As we briefly touched on in the introduction to our article How dolphins sleep, the dolphin is a mammal like us, so it breathes with the help of its lungs. However, there is a difference in size between his type of breathing and ours …

We breathe automatically and unconsciously while a dolphin breathes in a calculated and conscious way. Each of his breaths allows the dolphin to fill between 80 to 90% of his total lung capacity, breathing 1 to 3 times per minute.

The dolphin is not equipped with nostrils and does not breathe through the mouth, he breathes through a hole on the top of his head called a vent.

Dolphins sleep only one eye

Stay awake to breathe or die while sleeping. To solve this dilemma, dolphins have developed a remarkable adaptation mechanism to the ocean environment that allows these marine mammals to “sleep” only half of their brain at a time.

“In the dolphin, breathing is a voluntary act, and reflex, as in humans. In the middle of the ocean, a loss of consciousness would be fatal. If he does not breathe, he dies, “says Jon Kershaw, Animal Manager at Marineland Park in Antibes. In order to “sleep while waking up”, the dolphin “turns off” one of its cerebral hemispheres, while the other half of the brain controls vital functions and, first and foremost, breathing.

During these periods of “single-hemispheric” sleep, the metabolism slows down and the cetacean hardly moves anymore. sleeping dolphins can be seen, floating on the surface, with an open eye and a fin that protrudes from the water.
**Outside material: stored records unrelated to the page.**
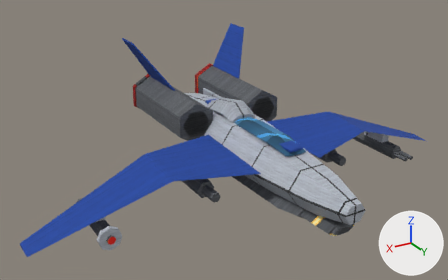
The glTF model art/models/goshawk.glb as it was, and as the next commit left it.
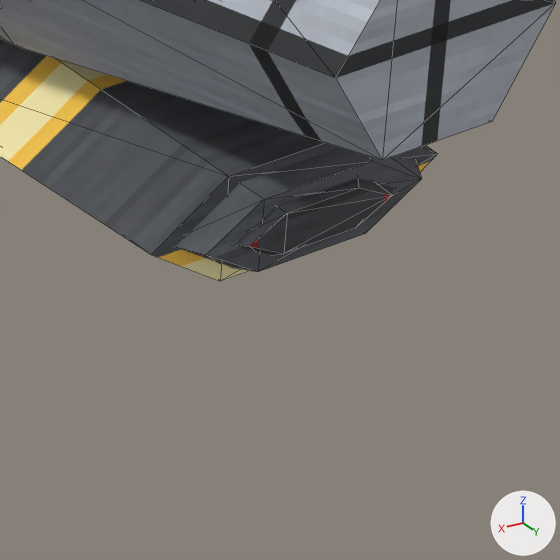
Each version appears first whole from a 50 mm lens placed at (86.8, 132.1, 69.3), pointed at (6.9, -1.2, 2.7), and next in a close-up on the part from 70% to 82% of the width and 75% to 94% of the height. Every picture has the same lights, and +X, +Y and +Z are marked at lower right. The last two pictures show the newer version. The close-ups show mesh edges as thin lines. Where no turn or scale is listed for an object, it has been applied to the vertices. Vertices at exactly the same position are counted once.

The first close-up shows 'cannon_barrel', 'cannon_bore', 'cannon_glow', 'fuselage'.
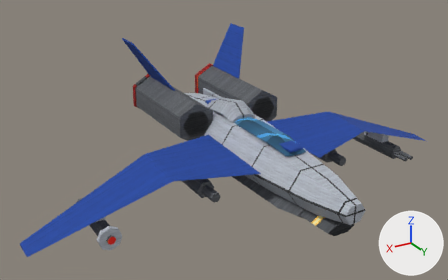
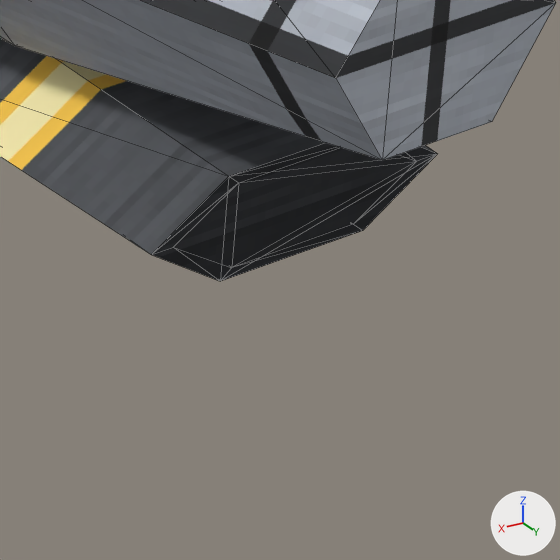
Location of each change, [x1, y1, x2, y2] in pixels of the close-ups (560 x 560 px):
'cannon_barrel', reshaped
    before: [0, 39, 437, 281]
    after: [0, 39, 436, 255]
'cannon_rim', added
    after: [152, 143, 437, 281]
'cannon_bore', reshaped (not visible afterwards)
    before: [175, 147, 422, 272]
'cannon_glow', recoloured, reshaped (not visible afterwards)
    before: [235, 178, 395, 255]
part 1 of me_cannon_barrel, deleted
    before: [152, 143, 437, 281]

Diff of the bpy script that builds the scene:
```diff
--- a/art/models/goshawk.glb.py
+++ b/art/models/goshawk.glb.py
@@ me_cannon_barrel @@
 # verts and faces of me_cannon_barrel; kept vertices keep their numbers, new ones are numbered from 12
-me_cannon_barrel.from_pydata(...)  # 12 vertices, 20 faces; spans x -4.5..4.5, y 29.0..40.0, z -7.5..-4.5
+me_cannon_barrel.from_pydata(...)  # 12 vertices, 12 faces; spans x -4.5..4.5, y 29.0..40.0, z -7.5..-4.5
+# me_cannon_barrel part 1
+delete_faces([(6, 11, 7), (9, 11, 10), (7, 9, 8), (7, 11, 9)])
+# other edits to the shape of me_cannon_barrel do not show in these pictures
 me_cannon_barrel.materials.append(mat_amber_strip)
@@ me_cannon_bore @@
-me_cannon_bore.from_pydata(...)  # 12 vertices, 20 faces; spans x -3.5..3.5, y 39.8..40.6, z -7.1..-4.9
+me_cannon_bore.from_pydata(...)  # 12 vertices, 12 faces; spans x -3.4..3.4, y 35.5..40.0, z -7.05..-4.95
+# me_cannon_bore part 2: the whole mesh is rebuilt
 me_cannon_bore.materials.append(mat_bore_dark)
@@ me_cannon_glow @@
-me_cannon_glow.from_pydata(...)  # 12 vertices, 20 faces; spans x -2.5..2.5, y 40.4..40.8, z -6.7..-5.3
-me_cannon_glow.vertices[0].co = (2.5, 40.4, -6.0)
-me_cannon_glow.vertices[1].co = (1.25, 40.4, -5.3)
-me_cannon_glow.vertices[2].co = (-1.25, 40.4, -5.3)
-me_cannon_glow.vertices[3].co = (-2.5, 40.4, -6.0)
-me_cannon_glow.vertices[4].co = (-1.25, 40.4, -6.7)
-me_cannon_glow.vertices[5].co = (1.25, 40.4, -6.7)
-me_cannon_glow.vertices[6].co = (2.0, 40.8, -6.0)  # pixel (249, 246)
-me_cannon_glow.vertices[7].co = (1.0, 40.8, -5.5)  # pixel (287, 213)
-me_cannon_glow.vertices[8].co = (-1.0, 40.8, -5.5)  # pixel (358, 187)
-me_cannon_glow.vertices[9].co = (-2.0, 40.8, -6.0)  # pixel (392, 195)
-me_cannon_glow.vertices[10].co = (-1.0, 40.8, -6.5)  # pixel (355, 228)
-me_cannon_glow.vertices[11].co = (1.0, 40.8, -6.5)  # pixel (283, 253)
-me_cannon_glow.materials.append(mat_amber_engine)  # picture img_engine
+me_cannon_glow.from_pydata(...)  # 12 vertices, 20 faces; spans x -2.5..2.5, y 35.6..35.9, z -6.75..-5.25
+# me_cannon_glow part 3
+me_cannon_glow.vertices[0].co = (2.5, 35.6, -6.0)
+me_cannon_glow.vertices[1].co = (1.25, 35.6, -5.25)
+me_cannon_glow.vertices[2].co = (-1.25, 35.6, -5.25)
+me_cannon_glow.vertices[3].co = (-2.5, 35.6, -6.0)
+me_cannon_glow.vertices[4].co = (-1.25, 35.6, -6.75)
+me_cannon_glow.vertices[5].co = (1.25, 35.6, -6.75)
+me_cannon_glow.vertices[6].co = (2.5, 35.9, -6.0)
+me_cannon_glow.vertices[7].co = (1.25, 35.9, -5.25)
+me_cannon_glow.vertices[8].co = (-1.25, 35.9, -5.25)
+me_cannon_glow.vertices[9].co = (-2.5, 35.9, -6.0)
+me_cannon_glow.vertices[10].co = (-1.25, 35.9, -6.75)
+me_cannon_glow.vertices[11].co = (1.25, 35.9, -6.75)
+me_cannon_glow.materials.append(mat_amber_glow)  # picture img_glow
@@ ob_cannon_rim @@
+ob_cannon_rim = bpy.data.objects.new('cannon_rim', me_cannon_rim)  # 12 vertices, 20 faces; spans x -4.0..4.0, y 40.0, z -7.3..-4.7; in mat_steel_dark (picture img_dark)
+ob_cannon_rim.location = (0.0, 0.0, 0.0)
```

Then they change sides, “disconnect” the other half of their brain, and close the other eye.

The awake “half-brain” can thus ensure the ideal position of the body to stay on the surface and control the opening/closing of the vent.

This “unilateral sleep” could be established in the laboratory. The researchers were able to measure slow brain waves on the “sleeping” hemisphere, while the other was awake (fast waves). Twenty minutes later, the pattern was reversed.

dolphins sleep about eight hours a day in this way, in increments of a few minutes to two hours. “In fact, we do not really know if they sleep or they just rest because as soon as we arrive, the dolphins wake up suddenly, not like the sea lions that emerge more difficult,” says Jon Kershaw.

In captivity, Marineland healers can observe these half-sleep phases, especially during nighttime surveillance periods when a baby is born in Tursiops dolphins in the park. “We see them gently drifting on the surface of the basin, especially between two o’clock and five o’clock in the morning,” he said.

A recent study by neurobiologists at the University of California (UCLA) showed that young dolphins stay awake 24 hours a day during their first weeks. Mothers continually monitor the young and do not sleep either. This a finding that goes against the theories accepted so far on the sleep and development of mammals who are heavy sleepers at birth.

It will take several months for the baby dolphin to adopt the normal rhythm of life of cetaceans, five to eight hours of sleep a day, and the insomniac mother can finally agree to a few moments of rest.

Finally, researchers have looked at another mystery: do dolphins dream?

Almost all the studies carried out in the laboratory after the implantation of electrodes did not make it possible to prove the existence in the dolphin of periods of paradoxical sleep (called “REM”, Rapid Eye Movement), generally associated with the instants dream, which does not necessarily mean that dolphins do not dream.

This possible absence of paradoxical sleep in dolphins and cetaceans is in any case still an enigma for researchers.